Data extract:

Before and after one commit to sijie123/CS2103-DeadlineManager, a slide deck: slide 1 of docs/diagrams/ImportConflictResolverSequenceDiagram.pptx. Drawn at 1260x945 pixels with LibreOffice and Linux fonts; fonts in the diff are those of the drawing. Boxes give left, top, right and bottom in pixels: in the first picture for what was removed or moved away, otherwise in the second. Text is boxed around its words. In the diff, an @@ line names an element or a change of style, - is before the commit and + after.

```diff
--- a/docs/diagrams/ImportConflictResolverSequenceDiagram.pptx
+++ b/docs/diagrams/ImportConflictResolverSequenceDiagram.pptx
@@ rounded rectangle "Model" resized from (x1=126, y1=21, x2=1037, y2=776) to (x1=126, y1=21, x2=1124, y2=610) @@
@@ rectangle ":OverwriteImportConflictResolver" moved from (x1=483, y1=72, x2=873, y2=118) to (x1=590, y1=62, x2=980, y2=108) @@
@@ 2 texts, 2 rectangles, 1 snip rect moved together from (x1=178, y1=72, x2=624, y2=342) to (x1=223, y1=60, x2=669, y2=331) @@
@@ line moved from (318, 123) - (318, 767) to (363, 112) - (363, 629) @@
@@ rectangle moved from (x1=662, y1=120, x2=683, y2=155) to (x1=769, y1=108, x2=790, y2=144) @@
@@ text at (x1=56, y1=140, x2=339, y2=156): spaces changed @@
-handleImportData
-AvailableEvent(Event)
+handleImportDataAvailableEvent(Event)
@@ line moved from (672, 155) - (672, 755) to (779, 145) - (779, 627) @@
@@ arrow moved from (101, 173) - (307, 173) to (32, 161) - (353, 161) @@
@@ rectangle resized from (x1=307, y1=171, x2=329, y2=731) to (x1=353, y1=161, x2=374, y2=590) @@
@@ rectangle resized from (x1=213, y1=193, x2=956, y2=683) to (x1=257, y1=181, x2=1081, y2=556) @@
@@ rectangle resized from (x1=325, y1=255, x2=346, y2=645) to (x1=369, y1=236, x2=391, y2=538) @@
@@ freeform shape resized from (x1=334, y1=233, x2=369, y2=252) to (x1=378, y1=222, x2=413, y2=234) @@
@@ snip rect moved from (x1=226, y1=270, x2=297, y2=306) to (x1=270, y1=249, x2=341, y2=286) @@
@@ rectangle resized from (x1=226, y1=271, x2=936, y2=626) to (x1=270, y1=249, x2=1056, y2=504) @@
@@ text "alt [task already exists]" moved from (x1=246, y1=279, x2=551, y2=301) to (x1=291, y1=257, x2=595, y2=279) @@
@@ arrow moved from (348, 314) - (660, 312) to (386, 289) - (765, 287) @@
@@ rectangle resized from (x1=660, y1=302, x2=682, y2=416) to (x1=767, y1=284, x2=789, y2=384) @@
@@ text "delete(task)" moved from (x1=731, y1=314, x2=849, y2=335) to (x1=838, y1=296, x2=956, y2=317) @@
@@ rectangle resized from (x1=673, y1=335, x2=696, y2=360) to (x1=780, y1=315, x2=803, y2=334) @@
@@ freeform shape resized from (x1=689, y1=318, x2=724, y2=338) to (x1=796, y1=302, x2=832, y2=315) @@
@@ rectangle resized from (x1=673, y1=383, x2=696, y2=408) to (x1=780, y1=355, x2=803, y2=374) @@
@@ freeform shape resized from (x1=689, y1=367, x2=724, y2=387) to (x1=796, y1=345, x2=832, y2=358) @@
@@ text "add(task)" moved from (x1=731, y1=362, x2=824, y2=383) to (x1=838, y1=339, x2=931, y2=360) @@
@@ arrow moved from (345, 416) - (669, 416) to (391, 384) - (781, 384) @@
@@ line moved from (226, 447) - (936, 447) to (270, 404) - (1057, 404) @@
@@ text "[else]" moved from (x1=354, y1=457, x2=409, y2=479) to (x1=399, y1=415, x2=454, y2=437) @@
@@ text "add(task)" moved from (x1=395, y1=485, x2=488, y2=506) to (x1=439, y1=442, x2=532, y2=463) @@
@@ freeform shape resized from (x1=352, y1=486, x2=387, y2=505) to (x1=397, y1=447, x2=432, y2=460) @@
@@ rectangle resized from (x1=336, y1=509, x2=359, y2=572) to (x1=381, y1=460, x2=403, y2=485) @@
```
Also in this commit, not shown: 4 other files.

Work required: The material must be written out again in full and without changes.

Finished exercise:
Before and after one commit to sijie123/CS2103-DeadlineManager, a slide deck: slide 1 of docs/diagrams/ImportConflictResolverSequenceDiagram.pptx. Drawn at 1260x945 pixels with LibreOffice and Linux fonts; fonts in the diff are those of the drawing. Boxes give left, top, right and bottom in pixels: in the first picture for what was removed or moved away, otherwise in the second. Text is boxed around its words. In the diff, an @@ line names an element or a change of style, - is before the commit and + after.

```diff
--- a/docs/diagrams/ImportConflictResolverSequenceDiagram.pptx
+++ b/docs/diagrams/ImportConflictResolverSequenceDiagram.pptx
@@ rounded rectangle "Model" resized from (x1=126, y1=21, x2=1037, y2=776) to (x1=126, y1=21, x2=1124, y2=610) @@
@@ rectangle ":OverwriteImportConflictResolver" moved from (x1=483, y1=72, x2=873, y2=118) to (x1=590, y1=62, x2=980, y2=108) @@
@@ 2 texts, 2 rectangles, 1 snip rect moved together from (x1=178, y1=72, x2=624, y2=342) to (x1=223, y1=60, x2=669, y2=331) @@
@@ line moved from (318, 123) - (318, 767) to (363, 112) - (363, 629) @@
@@ rectangle moved from (x1=662, y1=120, x2=683, y2=155) to (x1=769, y1=108, x2=790, y2=144) @@
@@ text at (x1=56, y1=140, x2=339, y2=156): spaces changed @@
-handleImportData
-AvailableEvent(Event)
+handleImportDataAvailableEvent(Event)
@@ line moved from (672, 155) - (672, 755) to (779, 145) - (779, 627) @@
@@ arrow moved from (101, 173) - (307, 173) to (32, 161) - (353, 161) @@
@@ rectangle resized from (x1=307, y1=171, x2=329, y2=731) to (x1=353, y1=161, x2=374, y2=590) @@
@@ rectangle resized from (x1=213, y1=193, x2=956, y2=683) to (x1=257, y1=181, x2=1081, y2=556) @@
@@ rectangle resized from (x1=325, y1=255, x2=346, y2=645) to (x1=369, y1=236, x2=391, y2=538) @@
@@ freeform shape resized from (x1=334, y1=233, x2=369, y2=252) to (x1=378, y1=222, x2=413, y2=234) @@
@@ snip rect moved from (x1=226, y1=270, x2=297, y2=306) to (x1=270, y1=249, x2=341, y2=286) @@
@@ rectangle resized from (x1=226, y1=271, x2=936, y2=626) to (x1=270, y1=249, x2=1056, y2=504) @@
@@ text "alt [task already exists]" moved from (x1=246, y1=279, x2=551, y2=301) to (x1=291, y1=257, x2=595, y2=279) @@
@@ arrow moved from (348, 314) - (660, 312) to (386, 289) - (765, 287) @@
@@ rectangle resized from (x1=660, y1=302, x2=682, y2=416) to (x1=767, y1=284, x2=789, y2=384) @@
@@ text "delete(task)" moved from (x1=731, y1=314, x2=849, y2=335) to (x1=838, y1=296, x2=956, y2=317) @@
@@ rectangle resized from (x1=673, y1=335, x2=696, y2=360) to (x1=780, y1=315, x2=803, y2=334) @@
@@ freeform shape resized from (x1=689, y1=318, x2=724, y2=338) to (x1=796, y1=302, x2=832, y2=315) @@
@@ rectangle resized from (x1=673, y1=383, x2=696, y2=408) to (x1=780, y1=355, x2=803, y2=374) @@
@@ freeform shape resized from (x1=689, y1=367, x2=724, y2=387) to (x1=796, y1=345, x2=832, y2=358) @@
@@ text "add(task)" moved from (x1=731, y1=362, x2=824, y2=383) to (x1=838, y1=339, x2=931, y2=360) @@
@@ arrow moved from (345, 416) - (669, 416) to (391, 384) - (781, 384) @@
@@ line moved from (226, 447) - (936, 447) to (270, 404) - (1057, 404) @@
@@ text "[else]" moved from (x1=354, y1=457, x2=409, y2=479) to (x1=399, y1=415, x2=454, y2=437) @@
@@ text "add(task)" moved from (x1=395, y1=485, x2=488, y2=506) to (x1=439, y1=442, x2=532, y2=463) @@
@@ freeform shape resized from (x1=352, y1=486, x2=387, y2=505) to (x1=397, y1=447, x2=432, y2=460) @@
@@ rectangle resized from (x1=336, y1=509, x2=359, y2=572) to (x1=381, y1=460, x2=403, y2=485) @@
```
Also in this commit, not shown: 4 other files.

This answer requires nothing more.